The following table presents research and development costs, selling and marketing costs, general and administrative costs, and other operating income (expense), net:

	Nine Months Ended September 30,						Change
(Amounts in USD thousands except percentages)	2021			2020			$			%
Research and development costs	$	(20,220	)	$	(13,417	)	$	(6,803	)		51	%
Selling and marketing costs		(20,161	)		(13,204	)		(6,957	)		53	%
General and administrative costs		(28,546	)		(12,141	)		(16,405	)		135	%
Other operating income (expense), net		56			(139	)		195			(140	)%
Total operating expenses	$	(68,871	)	$	(38,901	)	$	(29,970	)		77	%

Research and Development Costs

Research and development costs were $20.2 million for the nine months ended September 30, 2021 as compared to $13.4 million for the nine months ended September 30, 2020. This increase was primarily attributable to an increase in expenses of $6.7 million for R&D initiatives related to the development of new products and applications, partially offset by an increase of $0.7 million in capitalized development costs.

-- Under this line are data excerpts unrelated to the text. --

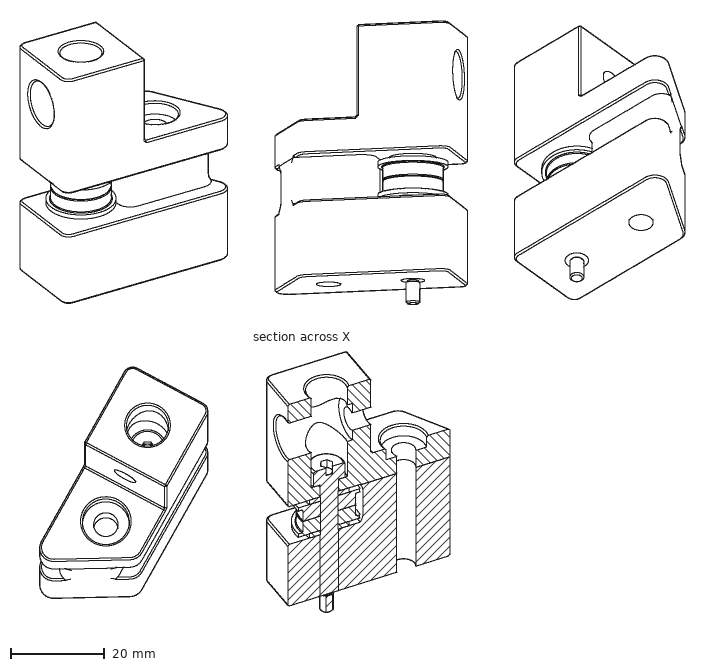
import cadquery as cq
import math

width = 20.0
side_length = 32.5
slant_angle = 30.0
front_corner_radius = 2.0
rear_corner_radius = 3.0
edge_chamfer = 0.4

base_bottom = 5.0
base_top = 21.65
pulley_gap = 10.0
arm_thickness = 7.55
tower_height = 20.0
tower_depth = 20.0

column_width = 11.0
column_front = 18.0
column_corner_radius = 2.5
flare_radius = 3.0
flare_height = 1.8

pulley_y = 10.0
clamp_hole_y = 28.5
clamp_hole_diameter = 5.2
clamp_head_diameter = 10.0
clamp_head_depth = 3.0
tower_bore_depth = 15.5

shoulder_diameter = 5.0
shoulder_length = 30.0
screw_head_diameter = 8.0
screw_head_height = 4.0
screw_head_chamfer = 0.45
screw_bore_diameter = 8.95
hex_across_flats = 2.5
hex_depth = 2.0
hex_tip_slope = 30.0
neck_diameter = 2.3
neck_length = 0.4
thread_diameter = 3.0

bearing_diameter = 13.0
bearing_width = 4.0
bearing_chamfer = 0.2
flange_diameter = 15.0
flange_thickness = 1.0
washer_diameter = 10.0
washer_thickness = 1.0

tolerance = 0.01
half_width = width / 2
arm_bottom = base_top + pulley_gap
arm_top = arm_bottom + arm_thickness
tower_top = arm_top + tower_height
tower_bore_z = tower_top - tower_height / 2
screw_seat = base_bottom + shoulder_length
gap_middle = base_top + pulley_gap / 2
column_half_width = column_width / 2


def slant_y(x):
    """Y of the slanted rear face at a given X."""
    return side_length + (x + half_width) * math.tan(math.radians(slant_angle))


def slanted_prism(half, front, front_radius, rear_radius, bottom, top):
    """Upright prism whose rear face is slanted, with rounded upright edges."""
    prism = (
        cq.Workplane("XY", origin=(0, 0, bottom))
        .polyline([(-half, front), (half, front), (half, slant_y(half)), (-half, slant_y(-half))])
        .close()
        .extrude(top - bottom)
    )
    middle = (front + side_length) / 2
    front_edges = cq.selectors.BoxSelector((-width, -width, bottom), (width, middle, top))
    rear_edges = cq.selectors.BoxSelector((-width, middle, bottom), (width, slant_y(width), top))
    prism = prism.edges("|Z").edges(front_edges).fillet(front_radius)
    return prism.edges("|Z").edges(rear_edges).fillet(rear_radius)


def block(bottom, top):
    """Slanted prism with the full outline of the part."""
    return slanted_prism(half_width, 0, front_corner_radius, rear_corner_radius, bottom, top)


def upright_hole(y, diameter, bottom, top):
    return cq.Workplane("XY", origin=(0, y, bottom)).circle(diameter / 2).extrude(top - bottom)


def chamfered_bore(plane, diameter, depth):
    """Flat-bottomed bore sunk below a plane, with a chamfered mouth."""
    bore = plane.circle(diameter / 2).extrude(-depth)
    mouth = plane.circle(diameter / 2 + edge_chamfer).extrude(-edge_chamfer, taper=45)
    return bore.union(mouth)


def flared_column():
    """Column that flares out in an arc towards both blocks, flush with the slanted rear face.

    Its flared ends run on into the edge chamfers of the blocks.
    """
    flare_overrun = flare_radius - flare_height
    bottom = base_top - flare_overrun
    top = arm_bottom + flare_overrun
    column = slanted_prism(
        column_half_width, column_front, column_corner_radius, column_corner_radius, bottom, top
    )
    plate_size = 4 * width
    for level, direction in ((bottom, -1), (top, 1)):
        plate = cq.Workplane("XY", origin=(0, clamp_hole_y, level)).rect(plate_size, plate_size)
        column = column.union(plate.extrude(direction))
        junction = cq.selectors.BoxSelector(
            (-half_width, 0, level - tolerance), (half_width, slant_y(half_width), level + tolerance)
        )
        column = column.edges(junction).fillet(flare_radius)
    return column.intersect(block(base_top, arm_bottom))


def chamfer_pad(column, face_selector):
    """The column's flared end section, continued through a block's edge chamfer."""
    end = column.faces(face_selector).wires().toPending().workplane()
    return end.extrude(edge_chamfer, combine=False)


def make_base(column):
    base = block(base_bottom, base_top).faces("<Z or >Z").edges().chamfer(edge_chamfer)
    base = base.union(chamfer_pad(column, "<Z")).union(column)
    base = base.cut(upright_hole(clamp_hole_y, clamp_hole_diameter, base_bottom, arm_bottom))
    return base.cut(upright_hole(pulley_y, shoulder_diameter, base_bottom, base_top))


def step_above_arm():
    """Space above the arm and behind the tower, with a bevel in the inner corner."""
    reach = slant_y(half_width)
    return (
        cq.Workplane("YZ")
        .moveTo(tower_depth, tower_top)
        .lineTo(tower_depth, arm_top + edge_chamfer)
        .lineTo(tower_depth + edge_chamfer, arm_top)
        .lineTo(reach, arm_top)
        .lineTo(reach, tower_top)
        .close()
        .extrude(half_width, both=True)
    )


def chamfer_bracket(body):
    """Chamfer the underside and the rim of the stepped top, but not its inner corner."""
    body = body.faces("<Z").edges().chamfer(edge_chamfer)
    top_faces = cq.selectors.BoxSelector(
        (-half_width / 2, edge_chamfer, arm_top - tolerance),
        (half_width / 2, slant_y(half_width), tower_top + tolerance),
    )
    inner_corner = cq.selectors.BoxSelector(
        (-tolerance, tower_depth - tolerance, arm_top - tolerance),
        (tolerance, tower_depth + edge_chamfer + tolerance, arm_top + edge_chamfer + tolerance),
    )
    rim = body.faces(top_faces).edges(cq.selectors.InverseSelector(inner_corner))
    return rim.chamfer(edge_chamfer)


def make_bracket(column):
    body = chamfer_bracket(block(arm_bottom, tower_top).cut(step_above_arm()))
    body = body.union(chamfer_pad(column, ">Z"))

    arm_face = cq.Workplane("XY", origin=(0, clamp_hole_y, arm_top))
    body = body.cut(upright_hole(clamp_hole_y, clamp_hole_diameter, arm_bottom, arm_top))
    body = body.cut(chamfered_bore(arm_face, clamp_head_diameter, clamp_head_depth))

    tower_face = cq.Workplane("XY", origin=(0, pulley_y, tower_top))
    body = body.cut(upright_hole(pulley_y, shoulder_diameter, arm_bottom, tower_top))
    body = body.cut(chamfered_bore(tower_face, screw_bore_diameter, tower_top - screw_seat))

    front_face = cq.Workplane("XZ", origin=(0, 0, tower_bore_z))
    body = body.cut(chamfered_bore(front_face, clamp_head_diameter, tower_bore_depth))
    return body.cut(front_face.circle(clamp_hole_diameter / 2).extrude(-tower_depth))


def make_screw():
    """Screw with a chamfered head, a plain shoulder and a necked tip, which ends at Z = 0."""
    head_radius = screw_head_diameter / 2
    head_top = screw_seat + screw_head_height
    thread_top = base_bottom - neck_length
    thread_chamfer = (thread_diameter - neck_diameter) / 2
    profile = [
        (0, 0),
        (neck_diameter / 2, 0),
        (thread_diameter / 2, thread_chamfer),
        (thread_diameter / 2, thread_top),
        (neck_diameter / 2, thread_top),
        (neck_diameter / 2, base_bottom),
        (shoulder_diameter / 2, base_bottom),
        (shoulder_diameter / 2, screw_seat),
        (head_radius, screw_seat),
        (head_radius, head_top - screw_head_chamfer),
        (head_radius - screw_head_chamfer, head_top),
        (0, head_top),
    ]
    screw = cq.Workplane("XZ").polyline(profile).close().revolve(360, (0, 0), (0, 1))
    hex_diameter = 2 * hex_across_flats / math.sqrt(3)
    socket = (
        cq.Workplane("XY", origin=(0, 0, head_top))
        .transformed(rotate=(0, 0, 90))
        .polygon(6, hex_diameter)
        .extrude(-hex_depth)
    )
    tip_radius = hex_across_flats / 2
    tip_height = tip_radius * math.tan(math.radians(hex_tip_slope))
    tip_top = cq.Vector(0, 0, head_top - hex_depth)
    tip = cq.Solid.makeCone(tip_radius, 0, tip_height, pnt=tip_top, dir=cq.Vector(0, 0, -1))
    return screw.cut(socket).cut(cq.Workplane(tip)).translate((0, pulley_y, 0))


def make_washer(bottom):
    return (
        cq.Workplane("XY", origin=(0, pulley_y, bottom))
        .circle(washer_diameter / 2)
        .circle(shoulder_diameter / 2)
        .extrude(washer_thickness)
    )


def make_bearing(middle, side):
    """Bearing on one side (+1 above, -1 below) of the middle plane, with its flange away from it."""
    bore = shoulder_diameter / 2
    outer = bearing_diameter / 2
    flange = flange_diameter / 2
    profile = [
        (bore, 0),
        (outer - bearing_chamfer, 0),
        (outer, side * bearing_chamfer),
        (outer, side * (bearing_width - flange_thickness - bearing_chamfer)),
        (outer + bearing_chamfer, side * (bearing_width - flange_thickness)),
        (flange, side * (bearing_width - flange_thickness)),
        (flange, side * bearing_width),
        (bore, side * bearing_width),
    ]
    ring = cq.Workplane("XZ").polyline(profile).close().revolve(360, (0, 0), (0, 1))
    return ring.translate((0, pulley_y, middle))


column = flared_column()
base = make_base(column)
bracket = make_bracket(column)
screw = make_screw()
bearings = [make_bearing(gap_middle, side) for side in (-1, 1)]
washers = [make_washer(bottom) for bottom in (base_top, arm_bottom - washer_thickness)]

result = cq.Compound.makeCompound(
    [body.val() for body in [base, bracket, screw, *bearings, *washers]]
)

Selling and Marketing Costs

Selling and marketing costs were $20.2 million for the nine months ended September 30, 2021 as compared to $13.2 million for the nine months ended September 30, 2020. This increase was primarily attributable to a $4.5 million increase in employee-related expenses, as compensation for existing employees increased with improved sales momentum, and a $2.2 million increase in commissions and sales-related costs.

General and Administrative Costs

General and administrative costs were $28.5 million for nine months ended September 30, 2021 as compared to $12.1 million for the nine months ended September 30, 2020. This increase was primarily attributable to the continued scale-up of our organization, development of quality-related initiatives to support a potential expansion of our business into more regulated markets, an increase of $3.9 million in share-based compensation, and IPO and public company-related costs.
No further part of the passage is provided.